Growth accounting is a methodology that breaks down increases in an economy's productive potential into different components. The first is the contribution to greater output made by additional production inputs (machinery, labour etc.). This "more from more" growth is known as "extensive' growth." The second is the contribution made when an economy becomes able, perhaps through better technology or organisational innovations, to produce more output from fewer inputs. This "More from less" or "intensive" growth results from what economists term total factor productivity (TFP) growth.
A new technology such as railways contributes to growth both by allowing the economy to invest in new (capital) inputs and by raising TFP. TFP growth could occur both through improvements over time in railway technology itself, so reducing the real cost to users and, in addition, through the emergence of TFP improvements in other sectors caused by the coming of the railways ("spillover effects"). The overall contribution of the innovation to growth is calculated by summing its intensive and extensive growth effects, weighting each by their importance relative to the economy as a whole.

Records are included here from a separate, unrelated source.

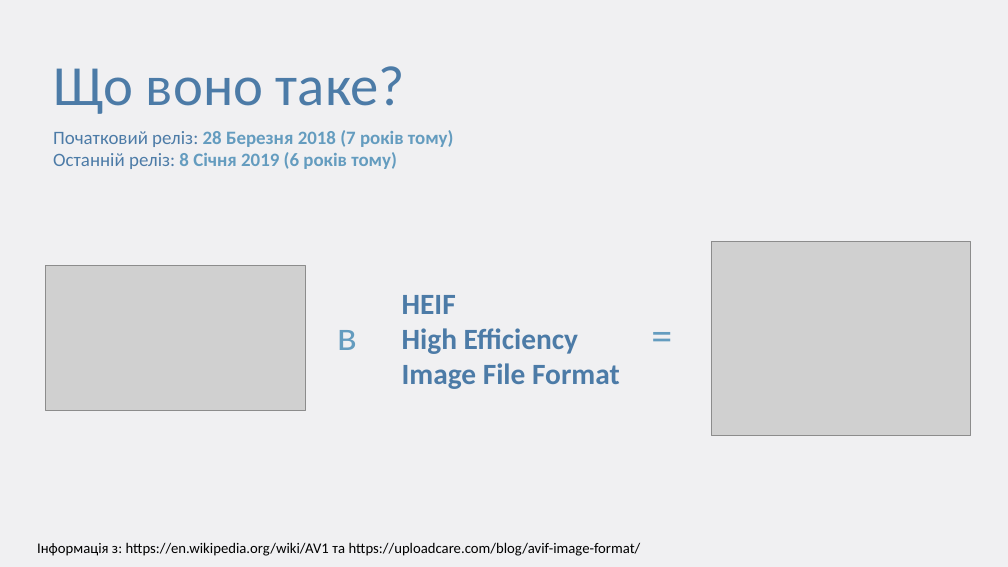
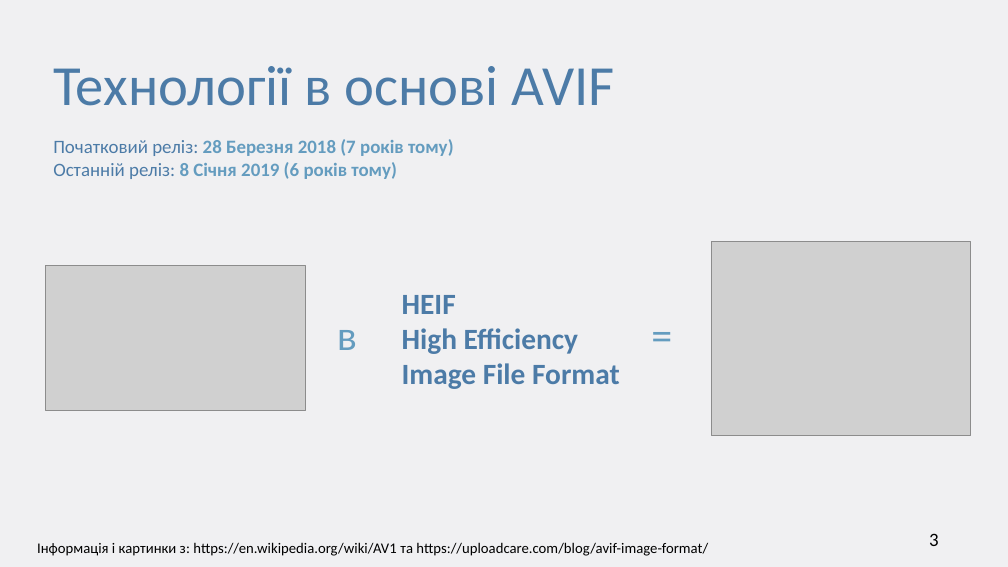
Before and after one commit to ltlaitoff/university-4, a slide deck: slide 3 of graphics/AVIF Computer Graphics.pptx (slide 2 before the commit). Drawn at 1008x567 pixels with LibreOffice and Linux fonts; fonts in the diff are those of the drawing; grey boxes stand for pictures. Boxes give left, top, right and bottom in pixels: in the first picture for what was removed or moved away, otherwise in the second. Text is boxed around its words. In the diff, an @@ line names an element or a change of style, - is before the commit and + after.

Commit message:
Graphics AVIF

```diff
--- a/graphics/AVIF Computer Graphics.pptx
+++ b/graphics/AVIF Computer Graphics.pptx
@@ title at box(53, 66, 615, 106): text changed @@
-Що воно таке?
+Технології в основі AVIF
@@ text "Початковий реліз: 28 Березня 2018 ...": place and size @@
-text "Початковий реліз: 28 Березня 2018 ..." at box(53, 130, 454, 169)
+text "Початковий реліз: 28 Березня 2018 ..." at box(53, 139, 454, 179)
@@ page number added at box(929, 533, 939, 546), 18 pt, text #000000 @@
+3
@@ text at box(37, 542, 708, 556): text changed @@
-Інформація з: https://en.wikipedia.org/wiki/AV1 та https://uploadcare.com/blog/avif-image-format/
+Інформація і картинки з: https://en.wikipedia.org/wiki/AV1 та https://uploadcare.com/blog/avif-image-format/
```
Also in this commit, not shown: 4 other slides changed, 4 slides added, 1 slide removed, 1 other file.

We can estimate the extensive and intensive growth effects of railways using the data in Charles Feinstein and Gary Hawke's works. Over the period 1840-1870 the capital stock of the railway grew at about 8.2 per cent per year and received on average about 1.6 per cent of national income. The extensive contribution can be calculated by multiplying these two figures together, (8.2 percent x 0.016), giving an estimate of 0.13 percent per year. During the same period TFP growth in railways averaged about 3 per cent per year and railways accounted for about 3.2 per cent of total output. Their intensive contribution was therefore 0.10 percent per year (3.0 percent x 0.032). It is difficult to pin down TFP spillovers but the detailed discussion in Hawke suggests that they were probably very small. As a result, our best estimate of the total effect of the railways is that the extensive and intensive growth effects sum to 0.23 percent per year.
Stephen Oliner and Dan Sichel carried out a similar exercise to estimate the contribution of the ICT revolution to economic growth in the United States in the late twentieth century. They found that the ICT capital stock grew very rapidly and that TFP growth in ICT production was also very rapid. Against that the sector had quite a small share in income and output; even in the late 1990s it accounted for only about 6 per cent of capital income and 2 per cent of output. They found that, between 1974 and 1995, ICT contributed 0.55 percent per year through the extensive contribution and 0.19 percent per year through intensive growth, a total of 0.74 percent per year. As with railways, TFP spillovers have proved elusive and there is no firm evidence that they have been important. In the late 1990s the size of both the extensive and intensive growth effects roughly doubled, to 1.12 percent and 0.45 percent respectively, given a total effect of 1.57 percent. We can see that, in absolute terms, the effect of the computing in its early years was substantially greater than that of the early years of the railways. This is also true of ICT's relative contribution; whereas railways accounted for about a tenth of total growth, ICT accounted for over a fifth even prior to the late 1990s acceleration.
The social savings methodology set out in Box 1 provides an estimate which should equal the intensive growth contribution of railways, while disregarding the extensive growth contribution. The intensive growth contribution is equivalent to the rate at which transport prices to consumers can (and if conditions are competitive, will) be reduced as a result of input savings. Deducting Hawke's 1970 estimate of social savings from national income in 1870 reduce the estimated growth rate for 1840 to 1870 from 2.64 to 2.55 per year, that is, by 0.09 percent per year. This is very close to our earlier estimate that the intensive growth from railways was equivalent to 0.1 percent per year, giving us considerable confidence in these figures.
Why does the social saving methodology ignore the extensive contribution arising from the additional capital input? The rationale of those who use the social savings methodology is that this capital merely displaced other investments that could also have earned the going rate of return. As such the return to railway capital would have accrued to the economy in any case, although it would have done so through alternative investments had the railways not been invented. This means that the "unique" contribution of railways was to be found only in the cost reduction benefits of intensive growth. The counter argument from those favouring the growth accounting methodology is that railway technology must be embodied in a new and special form of capital equipment. As such it is more intuitive to include extensive growth in the effects of railways on the economy.
There are arguments for and against both positions. The growth accounting method is the more common, although economic historians have generally preferred to use the social savings methodology. In the case of railways and ICT the choice of method is not crucial. As we have noted, the growth accounting method gives the contribution of ICT prior to 1990 as 0.74 percent, while the figure for railways was 0.23 percent. When we restrict ourselves to the social savings/intensive growth measure, we find that the two figures are then 0.19 percent and 0.10 percent. Although the ratio is different, both measures show that the effect of computing was unambiguously greater than that of railways in the early stages of their development.